Several limitations of the present study should be considered. First, because of the nature of a meta-analysis, we can only provide statistical analyses at the level of whole studies. The combination of results from different studies into a single analysis might cloud individual differences within studies. Second, because too few studies have examined certain brain areas, we could not assess the role of NAA levels in the OFC, and only two studies were included in the meta-analysis of the DLPFC, even though we recognize that previous neuroimaging studies have reported these areas to be important in OCD.[67, 68] Third, although NAA reduction in the mPFC was robustly correlated with scores of symptom severity, and meta-regression showed no significant relation between percentage of comorbid diagnosis of depression and anxiety disorder and NAA reduction, there still remains the possibility that NAA reduction may be due to subclinical depression or anxiety, as sensitivity analysis that excluded patients with comorbid psychiatric disorder did not demonstrate significant NAA reduction and other anxiety disorders also demonstrated NAA reduction in the mPFC.[69] Forth, although we focused on three CSTC circuits and demonstrated marginally significant NAA reduction in one of the three, we could not conduct network analysis. Fifth, although we categorized the locations of the VOIs into three brain areas, this classification scheme might be criticized as being over-simplified. Though we recognize the functional variability within subregions of these areas, we could not divide VOIs into subarea such as anterior cingulate cortex accurately and objectively only based on Figures and legend supplied in the included studies. Finally, the current meta-analysis included both pediatric and adult studies. Although we investigated the effect of age, the effect size was calculated from two groups of similar ages.
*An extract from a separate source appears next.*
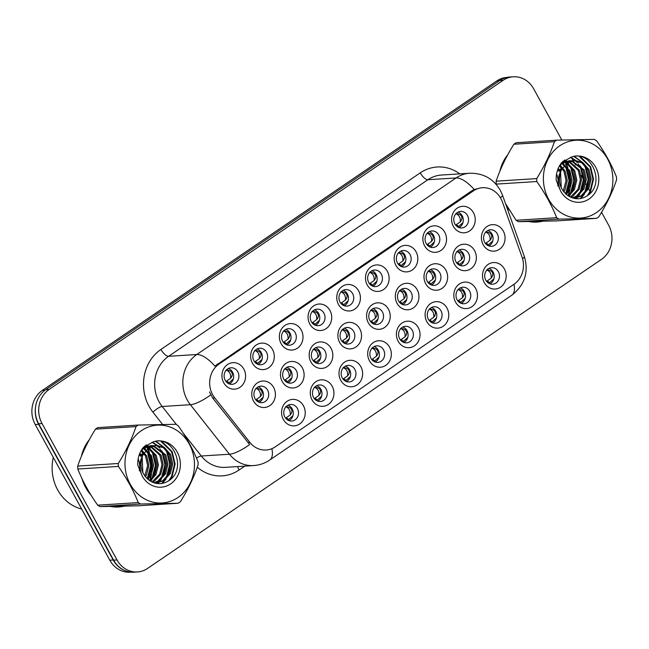 <?xml version="1.0" encoding="UTF-8"?>
<svg xmlns="http://www.w3.org/2000/svg" width="649" height="649" viewBox="0 0 649 649"><rect width="100%" height="100%" fill="white"/><g stroke="black" fill="none" stroke-linecap="round" stroke-linejoin="round"><path stroke-width="0.97" d="M303.448 405.787A13.272 11.828 -93.6 0 1 299.651 423.992A13.272 11.828 -93.6 0 1 283.353 419.465A13.272 11.828 -93.6 0 1 287.15 401.26A13.272 11.828 -93.6 0 1 303.448 405.787M284.87 417.039A8.291 7.39 86.4 0 0 291.677 421.047A8.291 7.39 86.4 0 0 297.429 408.489A8.291 7.39 86.4 0 0 290.622 404.489A8.291 7.39 86.4 0 0 284.87 417.039M389.57 347.142A13.272 11.828 -93.6 0 1 385.766 365.346A13.272 11.828 -93.6 0 1 369.476 360.828A13.272 11.828 -93.6 0 1 373.272 342.615A13.272 11.828 -93.6 0 1 389.57 347.142M370.985 358.402A8.291 7.39 86.4 0 0 377.791 362.402A8.291 7.39 86.4 0 0 383.543 349.852A8.291 7.39 86.4 0 0 376.736 345.852A8.291 7.39 86.4 0 0 370.985 358.402M418.272 327.599A13.272 11.828 -93.6 0 1 414.476 345.803A13.272 11.828 -93.6 0 1 398.178 341.277A13.272 11.828 -93.6 0 1 401.982 323.072A13.272 11.828 -93.6 0 1 418.272 327.599M399.695 338.859A8.291 7.39 86.4 0 0 406.501 342.859A8.291 7.39 86.4 0 0 412.253 330.309A8.291 7.39 86.4 0 0 405.447 326.301A8.291 7.39 86.4 0 0 399.695 338.859M446.983 308.048A13.272 11.828 -93.6 0 1 443.186 326.26A13.272 11.828 -93.6 0 1 426.888 321.734A13.272 11.828 -93.6 0 1 430.685 303.529A13.272 11.828 -93.6 0 1 446.983 308.048M428.397 319.308A8.291 7.39 86.4 0 0 435.203 323.316A8.291 7.39 86.4 0 0 440.955 310.757A8.291 7.39 86.4 0 0 434.157 306.758A8.291 7.39 86.4 0 0 428.397 319.308M360.86 366.693A13.272 11.828 -93.6 0 1 357.064 384.898A13.272 11.828 -93.6 0 1 340.766 380.371A13.272 11.828 -93.6 0 1 344.57 362.166A13.272 11.828 -93.6 0 1 360.86 366.693M342.283 377.953A8.291 7.39 86.4 0 0 349.089 381.953A8.291 7.39 86.4 0 0 354.841 369.403A8.291 7.39 86.4 0 0 348.034 365.395A8.291 7.39 86.4 0 0 342.283 377.953M332.158 386.236A13.272 11.828 -93.6 0 1 328.353 404.441A13.272 11.828 -93.6 0 1 312.064 399.922A13.272 11.828 -93.6 0 1 315.86 381.709A13.272 11.828 -93.6 0 1 332.158 386.236M313.572 397.496A8.291 7.39 86.4 0 0 320.379 401.496A8.291 7.39 86.4 0 0 326.131 388.946A8.291 7.39 86.4 0 0 319.324 384.946A8.291 7.39 86.4 0 0 313.572 397.496M475.685 288.505A13.272 11.828 -93.6 0 1 471.888 306.709A13.272 11.828 -93.6 0 1 455.598 302.183A13.272 11.828 -93.6 0 1 459.395 283.978A13.272 11.828 -93.6 0 1 475.685 288.505M457.107 299.765A8.291 7.39 86.4 0 0 463.913 303.764A8.291 7.39 86.4 0 0 469.665 291.214A8.291 7.39 86.4 0 0 462.859 287.207A8.291 7.39 86.4 0 0 457.107 299.765M504.395 268.962A13.272 11.828 -93.6 0 1 500.598 287.166A13.272 11.828 -93.6 0 1 484.3 282.639A13.272 11.828 -93.6 0 1 488.097 264.435A13.272 11.828 -93.6 0 1 504.395 268.962M485.817 280.214A8.291 7.39 86.4 0 0 492.615 284.221A8.291 7.39 86.4 0 0 498.367 271.663A8.291 7.39 86.4 0 0 491.569 267.664A8.291 7.39 86.4 0 0 485.817 280.214M273.627 387.429A13.272 11.828 -93.6 0 1 269.83 405.633A13.272 11.828 -93.6 0 1 253.54 401.106A13.272 11.828 -93.6 0 1 257.337 382.902A13.272 11.828 -93.6 0 1 273.627 387.429M255.049 398.689A8.291 7.39 86.4 0 0 261.855 402.688A8.291 7.39 86.4 0 0 267.607 390.138A8.291 7.39 86.4 0 0 260.801 386.131A8.291 7.39 86.4 0 0 255.049 398.689M302.337 367.878A13.272 11.828 -93.6 0 1 298.54 386.09A13.272 11.828 -93.6 0 1 282.242 381.563A13.272 11.828 -93.6 0 1 286.039 363.359A13.272 11.828 -93.6 0 1 302.337 367.878M283.759 379.138A8.291 7.39 86.4 0 0 290.565 383.145A8.291 7.39 86.4 0 0 296.317 370.587A8.291 7.39 86.4 0 0 289.511 366.588A8.291 7.39 86.4 0 0 283.759 379.138M388.459 309.24A13.272 11.828 -93.6 0 1 384.654 327.445A13.272 11.828 -93.6 0 1 368.364 322.918A13.272 11.828 -93.6 0 1 372.161 304.714A13.272 11.828 -93.6 0 1 388.459 309.24M369.873 320.501A8.291 7.39 86.4 0 0 376.68 324.5A8.291 7.39 86.4 0 0 382.431 311.95A8.291 7.39 86.4 0 0 375.625 307.951A8.291 7.39 86.4 0 0 369.873 320.501M331.047 348.335A13.272 11.828 -93.6 0 1 327.242 366.539A13.272 11.828 -93.6 0 1 310.952 362.012A13.272 11.828 -93.6 0 1 314.749 343.808A13.272 11.828 -93.6 0 1 331.047 348.335M312.461 359.595A8.291 7.39 86.4 0 0 319.267 363.594A8.291 7.39 86.4 0 0 325.019 351.044A8.291 7.39 86.4 0 0 318.213 347.037A8.291 7.39 86.4 0 0 312.461 359.595M359.749 328.783A13.272 11.828 -93.6 0 1 355.952 346.996A13.272 11.828 -93.6 0 1 339.654 342.469A13.272 11.828 -93.6 0 1 343.459 324.265A13.272 11.828 -93.6 0 1 359.749 328.783M341.171 340.044A8.291 7.39 86.4 0 0 347.978 344.051A8.291 7.39 86.4 0 0 353.729 331.493A8.291 7.39 86.4 0 0 346.923 327.494A8.291 7.39 86.4 0 0 341.171 340.044M474.573 250.603A13.272 11.828 -93.6 0 1 470.776 268.808A13.272 11.828 -93.6 0 1 454.487 264.281A13.272 11.828 -93.6 0 1 458.283 246.076A13.272 11.828 -93.6 0 1 474.573 250.603M455.996 261.863A8.291 7.39 86.4 0 0 462.802 265.863A8.291 7.39 86.4 0 0 468.554 253.313A8.291 7.39 86.4 0 0 461.747 249.305A8.291 7.39 86.4 0 0 455.996 261.863M445.871 270.146A13.272 11.828 -93.6 0 1 442.074 288.351A13.272 11.828 -93.6 0 1 425.776 283.832A13.272 11.828 -93.6 0 1 429.573 265.619A13.272 11.828 -93.6 0 1 445.871 270.146M427.285 281.406A8.291 7.39 86.4 0 0 434.092 285.406A8.291 7.39 86.4 0 0 439.844 272.856A8.291 7.39 86.4 0 0 433.045 268.856A8.291 7.39 86.4 0 0 427.285 281.406M417.161 289.697A13.272 11.828 -93.6 0 1 413.364 307.902A13.272 11.828 -93.6 0 1 397.066 303.375A13.272 11.828 -93.6 0 1 400.871 285.171A13.272 11.828 -93.6 0 1 417.161 289.697M398.583 300.949A8.291 7.39 86.4 0 0 405.39 304.957A8.291 7.39 86.4 0 0 411.142 292.399A8.291 7.39 86.4 0 0 404.335 288.399A8.291 7.39 86.4 0 0 398.583 300.949M503.283 231.052A13.272 11.828 -93.6 0 1 499.487 249.265A13.272 11.828 -93.6 0 1 483.189 244.738A13.272 11.828 -93.6 0 1 486.985 226.525A13.272 11.828 -93.6 0 1 503.283 231.052M484.706 242.312A8.291 7.39 86.4 0 0 491.504 246.32A8.291 7.39 86.4 0 0 497.256 233.762A8.291 7.39 86.4 0 0 490.457 229.762A8.291 7.39 86.4 0 0 484.706 242.312M444.76 232.245A13.272 11.828 -93.6 0 1 440.963 250.449A13.272 11.828 -93.6 0 1 424.665 245.922A13.272 11.828 -93.6 0 1 428.462 227.718A13.272 11.828 -93.6 0 1 444.76 232.245M426.174 243.505A8.291 7.39 86.4 0 0 432.98 247.504A8.291 7.39 86.4 0 0 438.732 234.954A8.291 7.39 86.4 0 0 431.934 230.947A8.291 7.39 86.4 0 0 426.174 243.505M416.05 251.788A13.272 11.828 -93.6 0 1 412.253 270A13.272 11.828 -93.6 0 1 395.955 265.473A13.272 11.828 -93.6 0 1 399.76 247.269A13.272 11.828 -93.6 0 1 416.05 251.788M397.472 263.048A8.291 7.39 86.4 0 0 404.278 267.055A8.291 7.39 86.4 0 0 410.03 254.497A8.291 7.39 86.4 0 0 403.224 250.498A8.291 7.39 86.4 0 0 397.472 263.048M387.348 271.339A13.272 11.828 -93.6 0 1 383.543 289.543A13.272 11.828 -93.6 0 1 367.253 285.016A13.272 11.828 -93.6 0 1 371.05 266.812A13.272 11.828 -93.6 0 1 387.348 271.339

Thus, given the striking developmental changes that occur in these regions, we could not assess the underlying developmental trajectory of NAA levels in OCD.

Conclusion

In conclusion, the current meta-analysis revealed a significant NAA reduction in the frontal cortex in OCD patients, while no significant differences were present in the thalamus and basal ganglia. Sensitivity analysis in an anatomically specified subgroup consisting of datasets examining the mPFC demonstrated marginal significant reduction of NAA. The NAA reduction in the mPFC was correlated to symptom severity of OCD. These findings suggest that neurochemical alteration in the mPFC is one of the abnormal neural bases that directly relate to behavioral abnormality.